Collection entries
____________

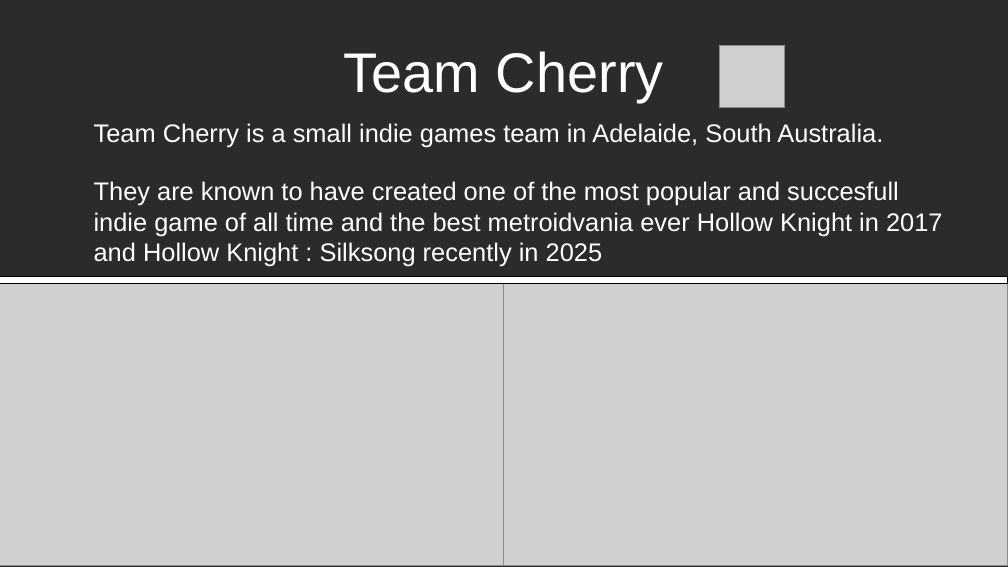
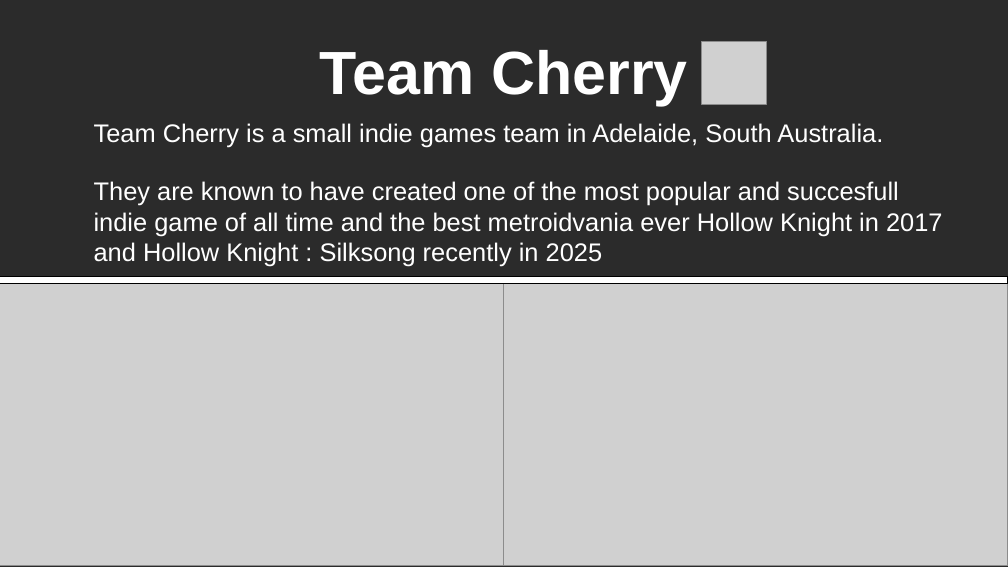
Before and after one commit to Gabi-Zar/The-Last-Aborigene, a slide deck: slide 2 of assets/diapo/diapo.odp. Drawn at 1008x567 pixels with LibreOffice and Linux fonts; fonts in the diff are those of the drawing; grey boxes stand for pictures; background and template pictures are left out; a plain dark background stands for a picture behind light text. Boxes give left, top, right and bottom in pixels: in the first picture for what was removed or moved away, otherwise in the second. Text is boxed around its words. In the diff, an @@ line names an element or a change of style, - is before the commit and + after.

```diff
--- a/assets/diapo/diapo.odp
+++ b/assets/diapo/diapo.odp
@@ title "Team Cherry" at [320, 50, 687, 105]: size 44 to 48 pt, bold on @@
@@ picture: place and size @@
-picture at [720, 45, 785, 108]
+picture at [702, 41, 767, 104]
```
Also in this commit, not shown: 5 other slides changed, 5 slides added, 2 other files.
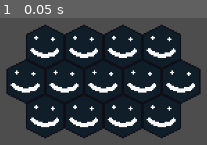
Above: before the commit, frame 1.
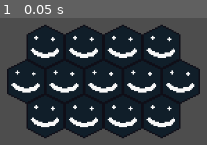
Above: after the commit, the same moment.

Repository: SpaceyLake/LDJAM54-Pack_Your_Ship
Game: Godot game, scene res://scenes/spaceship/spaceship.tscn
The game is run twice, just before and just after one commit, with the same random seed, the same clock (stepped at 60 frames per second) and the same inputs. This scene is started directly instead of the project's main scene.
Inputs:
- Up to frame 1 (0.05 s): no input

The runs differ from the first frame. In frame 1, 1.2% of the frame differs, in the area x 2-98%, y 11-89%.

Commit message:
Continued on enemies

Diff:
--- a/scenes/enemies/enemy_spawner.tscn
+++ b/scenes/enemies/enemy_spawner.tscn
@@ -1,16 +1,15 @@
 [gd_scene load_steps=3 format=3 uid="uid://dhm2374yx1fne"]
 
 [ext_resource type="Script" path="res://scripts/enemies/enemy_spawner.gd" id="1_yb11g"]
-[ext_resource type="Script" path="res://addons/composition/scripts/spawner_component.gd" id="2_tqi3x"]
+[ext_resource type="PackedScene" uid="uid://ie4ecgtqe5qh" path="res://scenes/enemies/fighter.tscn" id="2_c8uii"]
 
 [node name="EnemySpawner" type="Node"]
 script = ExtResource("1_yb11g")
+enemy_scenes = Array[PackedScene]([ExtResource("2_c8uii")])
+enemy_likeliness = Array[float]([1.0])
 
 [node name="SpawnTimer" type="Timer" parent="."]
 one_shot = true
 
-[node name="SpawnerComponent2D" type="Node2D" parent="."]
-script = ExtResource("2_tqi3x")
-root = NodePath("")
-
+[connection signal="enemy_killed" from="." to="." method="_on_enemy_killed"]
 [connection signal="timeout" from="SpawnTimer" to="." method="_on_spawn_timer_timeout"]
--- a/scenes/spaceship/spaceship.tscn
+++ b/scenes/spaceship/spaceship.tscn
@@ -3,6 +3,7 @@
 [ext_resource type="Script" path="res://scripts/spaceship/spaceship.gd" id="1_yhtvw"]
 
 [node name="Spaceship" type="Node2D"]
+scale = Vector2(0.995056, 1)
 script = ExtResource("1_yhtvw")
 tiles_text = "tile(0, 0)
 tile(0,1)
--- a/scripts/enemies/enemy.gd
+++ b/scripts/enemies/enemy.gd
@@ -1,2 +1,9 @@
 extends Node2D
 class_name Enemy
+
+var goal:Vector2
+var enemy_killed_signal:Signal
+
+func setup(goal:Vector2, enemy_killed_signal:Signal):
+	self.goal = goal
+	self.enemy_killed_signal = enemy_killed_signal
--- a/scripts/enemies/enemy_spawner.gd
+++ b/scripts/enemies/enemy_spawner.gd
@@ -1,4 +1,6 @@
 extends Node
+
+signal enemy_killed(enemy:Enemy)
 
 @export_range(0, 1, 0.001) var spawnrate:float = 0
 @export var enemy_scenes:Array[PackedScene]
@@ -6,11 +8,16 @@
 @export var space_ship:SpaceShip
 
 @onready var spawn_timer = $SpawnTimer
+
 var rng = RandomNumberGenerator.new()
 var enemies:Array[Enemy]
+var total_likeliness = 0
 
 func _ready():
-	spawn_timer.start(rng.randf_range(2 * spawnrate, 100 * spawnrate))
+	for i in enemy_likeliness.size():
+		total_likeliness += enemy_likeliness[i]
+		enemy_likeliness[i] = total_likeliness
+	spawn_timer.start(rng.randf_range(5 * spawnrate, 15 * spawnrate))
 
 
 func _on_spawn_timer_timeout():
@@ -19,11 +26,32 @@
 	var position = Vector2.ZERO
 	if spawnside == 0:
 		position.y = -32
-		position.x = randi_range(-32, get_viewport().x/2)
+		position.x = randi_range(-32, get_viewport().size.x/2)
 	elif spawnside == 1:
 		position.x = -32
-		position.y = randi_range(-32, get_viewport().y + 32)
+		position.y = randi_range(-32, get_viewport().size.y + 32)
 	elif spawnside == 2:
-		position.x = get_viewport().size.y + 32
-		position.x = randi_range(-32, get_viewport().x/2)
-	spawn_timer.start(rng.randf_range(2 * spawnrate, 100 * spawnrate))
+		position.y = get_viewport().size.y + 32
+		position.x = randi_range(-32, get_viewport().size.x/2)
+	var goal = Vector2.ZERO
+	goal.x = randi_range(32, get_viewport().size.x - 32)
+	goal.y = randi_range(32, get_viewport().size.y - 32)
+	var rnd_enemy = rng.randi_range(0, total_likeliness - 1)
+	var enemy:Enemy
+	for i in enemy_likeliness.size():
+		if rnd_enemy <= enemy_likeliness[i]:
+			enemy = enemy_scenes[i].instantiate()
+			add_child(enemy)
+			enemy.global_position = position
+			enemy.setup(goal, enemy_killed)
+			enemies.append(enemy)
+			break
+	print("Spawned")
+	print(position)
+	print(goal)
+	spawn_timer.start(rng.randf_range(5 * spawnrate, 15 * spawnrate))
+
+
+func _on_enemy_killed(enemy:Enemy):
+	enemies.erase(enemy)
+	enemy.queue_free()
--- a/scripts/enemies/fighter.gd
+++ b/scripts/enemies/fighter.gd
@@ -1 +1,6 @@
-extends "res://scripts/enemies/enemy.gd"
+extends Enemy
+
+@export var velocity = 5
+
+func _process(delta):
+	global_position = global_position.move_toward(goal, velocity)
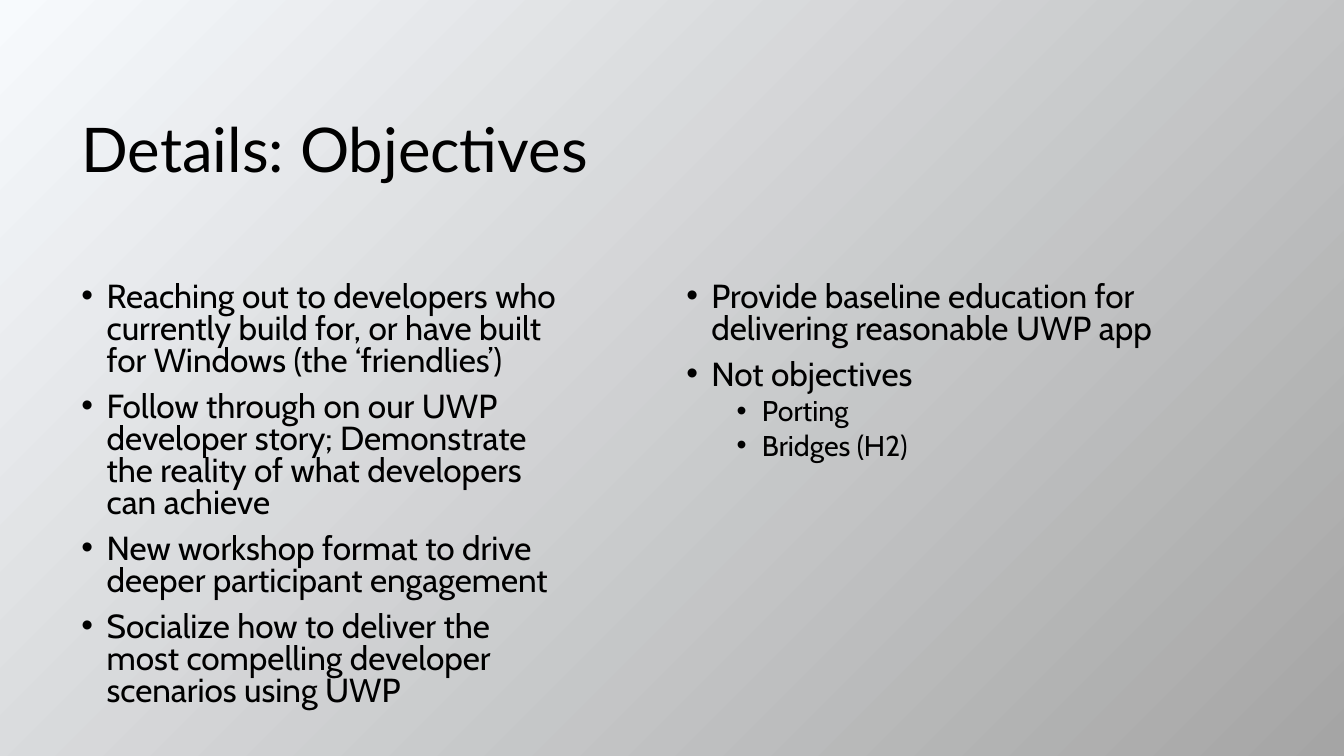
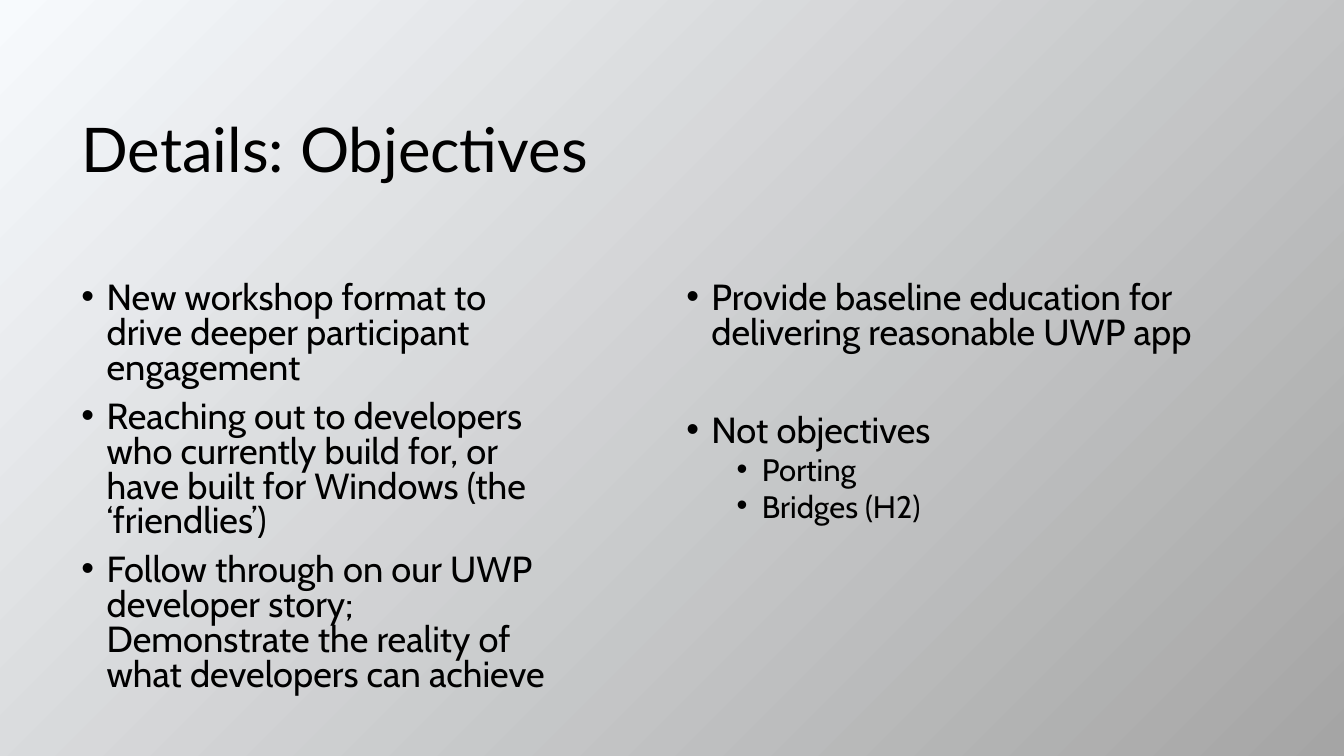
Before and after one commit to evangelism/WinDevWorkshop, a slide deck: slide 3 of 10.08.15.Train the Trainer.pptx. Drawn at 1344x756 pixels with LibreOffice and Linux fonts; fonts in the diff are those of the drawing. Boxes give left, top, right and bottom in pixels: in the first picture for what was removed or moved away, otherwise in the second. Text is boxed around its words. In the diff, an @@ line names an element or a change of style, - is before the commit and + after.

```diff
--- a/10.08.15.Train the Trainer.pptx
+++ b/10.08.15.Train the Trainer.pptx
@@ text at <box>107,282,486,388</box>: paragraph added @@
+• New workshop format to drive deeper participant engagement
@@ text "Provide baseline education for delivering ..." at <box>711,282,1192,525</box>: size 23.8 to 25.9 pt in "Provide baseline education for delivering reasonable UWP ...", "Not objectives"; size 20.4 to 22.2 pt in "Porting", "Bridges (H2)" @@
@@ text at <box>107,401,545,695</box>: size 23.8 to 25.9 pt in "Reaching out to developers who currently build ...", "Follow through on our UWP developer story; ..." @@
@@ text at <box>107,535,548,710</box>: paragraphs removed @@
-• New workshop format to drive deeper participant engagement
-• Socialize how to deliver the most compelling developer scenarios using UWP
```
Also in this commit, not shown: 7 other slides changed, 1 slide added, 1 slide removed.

____________

All lines in the entries above that include "goal" should be found and copied.

+var goal:Vector2
+func setup(goal:Vector2, enemy_killed_signal:Signal):
+	self.goal = goal
+	var goal = Vector2.ZERO
+	goal.x = randi_range(32, get_viewport().size.x - 32)
+	goal.y = randi_range(32, get_viewport().size.y - 32)
+			enemy.setup(goal, enemy_killed)
+	print(goal)
+	global_position = global_position.move_toward(goal, velocity)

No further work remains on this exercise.